Work to be completed | Each entry must appear in the answer exactly as given.
Records provided section start
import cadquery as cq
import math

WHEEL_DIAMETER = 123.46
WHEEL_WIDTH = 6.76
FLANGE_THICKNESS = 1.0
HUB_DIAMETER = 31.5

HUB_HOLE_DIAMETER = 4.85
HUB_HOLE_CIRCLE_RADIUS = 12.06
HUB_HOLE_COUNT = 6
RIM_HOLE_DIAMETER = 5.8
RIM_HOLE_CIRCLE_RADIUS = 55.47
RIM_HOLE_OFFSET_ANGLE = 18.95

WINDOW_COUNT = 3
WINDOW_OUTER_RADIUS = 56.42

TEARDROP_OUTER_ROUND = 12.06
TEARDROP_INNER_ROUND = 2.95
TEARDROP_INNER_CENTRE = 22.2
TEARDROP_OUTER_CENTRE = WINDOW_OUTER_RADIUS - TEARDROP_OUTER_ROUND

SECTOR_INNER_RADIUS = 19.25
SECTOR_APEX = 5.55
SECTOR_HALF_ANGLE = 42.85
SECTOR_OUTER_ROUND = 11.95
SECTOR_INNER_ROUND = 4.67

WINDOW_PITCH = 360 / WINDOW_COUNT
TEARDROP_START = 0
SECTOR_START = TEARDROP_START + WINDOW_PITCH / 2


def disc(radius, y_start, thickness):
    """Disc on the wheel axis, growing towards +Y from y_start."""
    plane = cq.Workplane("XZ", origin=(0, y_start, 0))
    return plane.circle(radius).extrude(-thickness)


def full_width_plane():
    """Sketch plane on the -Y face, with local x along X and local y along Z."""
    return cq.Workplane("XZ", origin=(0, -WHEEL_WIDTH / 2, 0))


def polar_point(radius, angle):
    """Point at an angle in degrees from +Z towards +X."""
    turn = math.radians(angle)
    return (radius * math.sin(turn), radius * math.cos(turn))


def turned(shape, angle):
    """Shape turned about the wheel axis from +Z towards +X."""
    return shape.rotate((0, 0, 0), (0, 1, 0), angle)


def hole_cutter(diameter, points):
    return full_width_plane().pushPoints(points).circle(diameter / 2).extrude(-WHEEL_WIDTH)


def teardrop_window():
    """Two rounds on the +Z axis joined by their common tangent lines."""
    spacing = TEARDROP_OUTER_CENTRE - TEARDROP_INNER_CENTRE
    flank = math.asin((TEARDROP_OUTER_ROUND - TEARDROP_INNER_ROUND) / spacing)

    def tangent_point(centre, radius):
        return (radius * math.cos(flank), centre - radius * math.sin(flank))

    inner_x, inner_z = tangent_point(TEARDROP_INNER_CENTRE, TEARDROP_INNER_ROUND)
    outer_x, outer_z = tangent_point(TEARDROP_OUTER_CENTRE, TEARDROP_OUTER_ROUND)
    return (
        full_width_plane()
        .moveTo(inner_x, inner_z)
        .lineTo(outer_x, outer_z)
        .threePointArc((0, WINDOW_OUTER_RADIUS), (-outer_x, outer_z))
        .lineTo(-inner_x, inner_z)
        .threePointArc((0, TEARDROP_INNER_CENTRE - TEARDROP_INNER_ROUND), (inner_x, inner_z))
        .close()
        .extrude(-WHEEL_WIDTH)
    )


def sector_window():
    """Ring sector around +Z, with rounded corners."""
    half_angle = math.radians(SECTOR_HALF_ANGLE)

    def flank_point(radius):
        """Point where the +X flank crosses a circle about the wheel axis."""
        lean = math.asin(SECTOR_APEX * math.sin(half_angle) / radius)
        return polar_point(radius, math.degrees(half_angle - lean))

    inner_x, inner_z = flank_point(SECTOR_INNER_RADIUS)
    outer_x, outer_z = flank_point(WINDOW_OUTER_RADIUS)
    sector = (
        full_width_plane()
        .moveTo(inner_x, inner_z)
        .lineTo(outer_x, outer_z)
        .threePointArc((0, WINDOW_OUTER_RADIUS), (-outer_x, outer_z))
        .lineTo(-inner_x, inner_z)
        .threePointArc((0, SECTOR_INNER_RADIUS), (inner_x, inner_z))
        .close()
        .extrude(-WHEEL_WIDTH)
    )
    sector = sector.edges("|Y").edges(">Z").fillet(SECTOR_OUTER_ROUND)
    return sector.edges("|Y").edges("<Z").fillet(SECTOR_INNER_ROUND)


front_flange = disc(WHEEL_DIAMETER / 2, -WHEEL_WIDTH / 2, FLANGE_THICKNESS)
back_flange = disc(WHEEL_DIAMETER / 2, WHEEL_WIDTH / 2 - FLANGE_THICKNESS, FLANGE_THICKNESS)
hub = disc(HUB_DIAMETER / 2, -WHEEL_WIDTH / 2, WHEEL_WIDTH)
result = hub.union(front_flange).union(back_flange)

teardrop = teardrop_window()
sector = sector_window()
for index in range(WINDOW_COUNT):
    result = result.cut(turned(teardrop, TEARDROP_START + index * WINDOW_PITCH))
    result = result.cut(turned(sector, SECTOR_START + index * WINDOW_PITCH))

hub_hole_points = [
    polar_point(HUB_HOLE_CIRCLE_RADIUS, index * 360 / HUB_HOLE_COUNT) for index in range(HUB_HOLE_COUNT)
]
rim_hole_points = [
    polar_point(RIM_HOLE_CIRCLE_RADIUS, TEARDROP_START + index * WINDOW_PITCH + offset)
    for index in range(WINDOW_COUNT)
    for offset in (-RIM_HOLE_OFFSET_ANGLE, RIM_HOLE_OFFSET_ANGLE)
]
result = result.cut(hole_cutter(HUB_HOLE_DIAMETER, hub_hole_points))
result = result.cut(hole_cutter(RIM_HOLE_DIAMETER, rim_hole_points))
Records provided section end
Reply |
import cadquery as cq
import math

WHEEL_DIAMETER = 123.46
WHEEL_WIDTH = 6.76
FLANGE_THICKNESS = 1.0
HUB_DIAMETER = 31.5

HUB_HOLE_DIAMETER = 4.85
HUB_HOLE_CIRCLE_RADIUS = 12.06
HUB_HOLE_COUNT = 6
RIM_HOLE_DIAMETER = 5.8
RIM_HOLE_CIRCLE_RADIUS = 55.47
RIM_HOLE_OFFSET_ANGLE = 18.95

WINDOW_COUNT = 3
WINDOW_OUTER_RADIUS = 56.42

TEARDROP_OUTER_ROUND = 12.06
TEARDROP_INNER_ROUND = 2.95
TEARDROP_INNER_CENTRE = 22.2
TEARDROP_OUTER_CENTRE = WINDOW_OUTER_RADIUS - TEARDROP_OUTER_ROUND

SECTOR_INNER_RADIUS = 19.25
SECTOR_APEX = 5.55
SECTOR_HALF_ANGLE = 42.85
SECTOR_OUTER_ROUND = 11.95
SECTOR_INNER_ROUND = 4.67

WINDOW_PITCH = 360 / WINDOW_COUNT
TEARDROP_START = 0
SECTOR_START = TEARDROP_START + WINDOW_PITCH / 2


def disc(radius, y_start, thickness):
    """Disc on the wheel axis, growing towards +Y from y_start."""
    plane = cq.Workplane("XZ", origin=(0, y_start, 0))
    return plane.circle(radius).extrude(-thickness)


def full_width_plane():
    """Sketch plane on the -Y face, with local x along X and local y along Z."""
    return cq.Workplane("XZ", origin=(0, -WHEEL_WIDTH / 2, 0))


def polar_point(radius, angle):
    """Point at an angle in degrees from +Z towards +X."""
    turn = math.radians(angle)
    return (radius * math.sin(turn), radius * math.cos(turn))


def turned(shape, angle):
    """Shape turned about the wheel axis from +Z towards +X."""
    return shape.rotate((0, 0, 0), (0, 1, 0), angle)


def hole_cutter(diameter, points):
    return full_width_plane().pushPoints(points).circle(diameter / 2).extrude(-WHEEL_WIDTH)


def teardrop_window():
    """Two rounds on the +Z axis joined by their common tangent lines."""
    spacing = TEARDROP_OUTER_CENTRE - TEARDROP_INNER_CENTRE
    flank = math.asin((TEARDROP_OUTER_ROUND - TEARDROP_INNER_ROUND) / spacing)

    def tangent_point(centre, radius):
        return (radius * math.cos(flank), centre - radius * math.sin(flank))

    inner_x, inner_z = tangent_point(TEARDROP_INNER_CENTRE, TEARDROP_INNER_ROUND)
    outer_x, outer_z = tangent_point(TEARDROP_OUTER_CENTRE, TEARDROP_OUTER_ROUND)
    return (
        full_width_plane()
        .moveTo(inner_x, inner_z)
        .lineTo(outer_x, outer_z)
        .threePointArc((0, WINDOW_OUTER_RADIUS), (-outer_x, outer_z))
        .lineTo(-inner_x, inner_z)
        .threePointArc((0, TEARDROP_INNER_CENTRE - TEARDROP_INNER_ROUND), (inner_x, inner_z))
        .close()
        .extrude(-WHEEL_WIDTH)
    )


def sector_window():
    """Ring sector around +Z, with rounded corners."""
    half_angle = math.radians(SECTOR_HALF_ANGLE)

    def flank_point(radius):
        """Point where the +X flank crosses a circle about the wheel axis."""
        lean = math.asin(SECTOR_APEX * math.sin(half_angle) / radius)
        return polar_point(radius, math.degrees(half_angle - lean))

    inner_x, inner_z = flank_point(SECTOR_INNER_RADIUS)
    outer_x, outer_z = flank_point(WINDOW_OUTER_RADIUS)
    sector = (
        full_width_plane()
        .moveTo(inner_x, inner_z)
        .lineTo(outer_x, outer_z)
        .threePointArc((0, WINDOW_OUTER_RADIUS), (-outer_x, outer_z))
        .lineTo(-inner_x, inner_z)
        .threePointArc((0, SECTOR_INNER_RADIUS), (inner_x, inner_z))
        .close()
        .extrude(-WHEEL_WIDTH)
    )
    sector = sector.edges("|Y").edges(">Z").fillet(SECTOR_OUTER_ROUND)
    return sector.edges("|Y").edges("<Z").fillet(SECTOR_INNER_ROUND)


front_flange = disc(WHEEL_DIAMETER / 2, -WHEEL_WIDTH / 2, FLANGE_THICKNESS)
back_flange = disc(WHEEL_DIAMETER / 2, WHEEL_WIDTH / 2 - FLANGE_THICKNESS, FLANGE_THICKNESS)
hub = disc(HUB_DIAMETER / 2, -WHEEL_WIDTH / 2, WHEEL_WIDTH)
result = hub.union(front_flange).union(back_flange)

teardrop = teardrop_window()
sector = sector_window()
for index in range(WINDOW_COUNT):
    result = result.cut(turned(teardrop, TEARDROP_START + index * WINDOW_PITCH))
    result = result.cut(turned(sector, SECTOR_START + index * WINDOW_PITCH))

hub_hole_points = [
    polar_point(HUB_HOLE_CIRCLE_RADIUS, index * 360 / HUB_HOLE_COUNT) for index in range(HUB_HOLE_COUNT)
]
rim_hole_points = [
    polar_point(RIM_HOLE_CIRCLE_RADIUS, TEARDROP_START + index * WINDOW_PITCH + offset)
    for index in range(WINDOW_COUNT)
    for offset in (-RIM_HOLE_OFFSET_ANGLE, RIM_HOLE_OFFSET_ANGLE)
]
result = result.cut(hole_cutter(HUB_HOLE_DIAMETER, hub_hole_points))
result = result.cut(hole_cutter(RIM_HOLE_DIAMETER, rim_hole_points))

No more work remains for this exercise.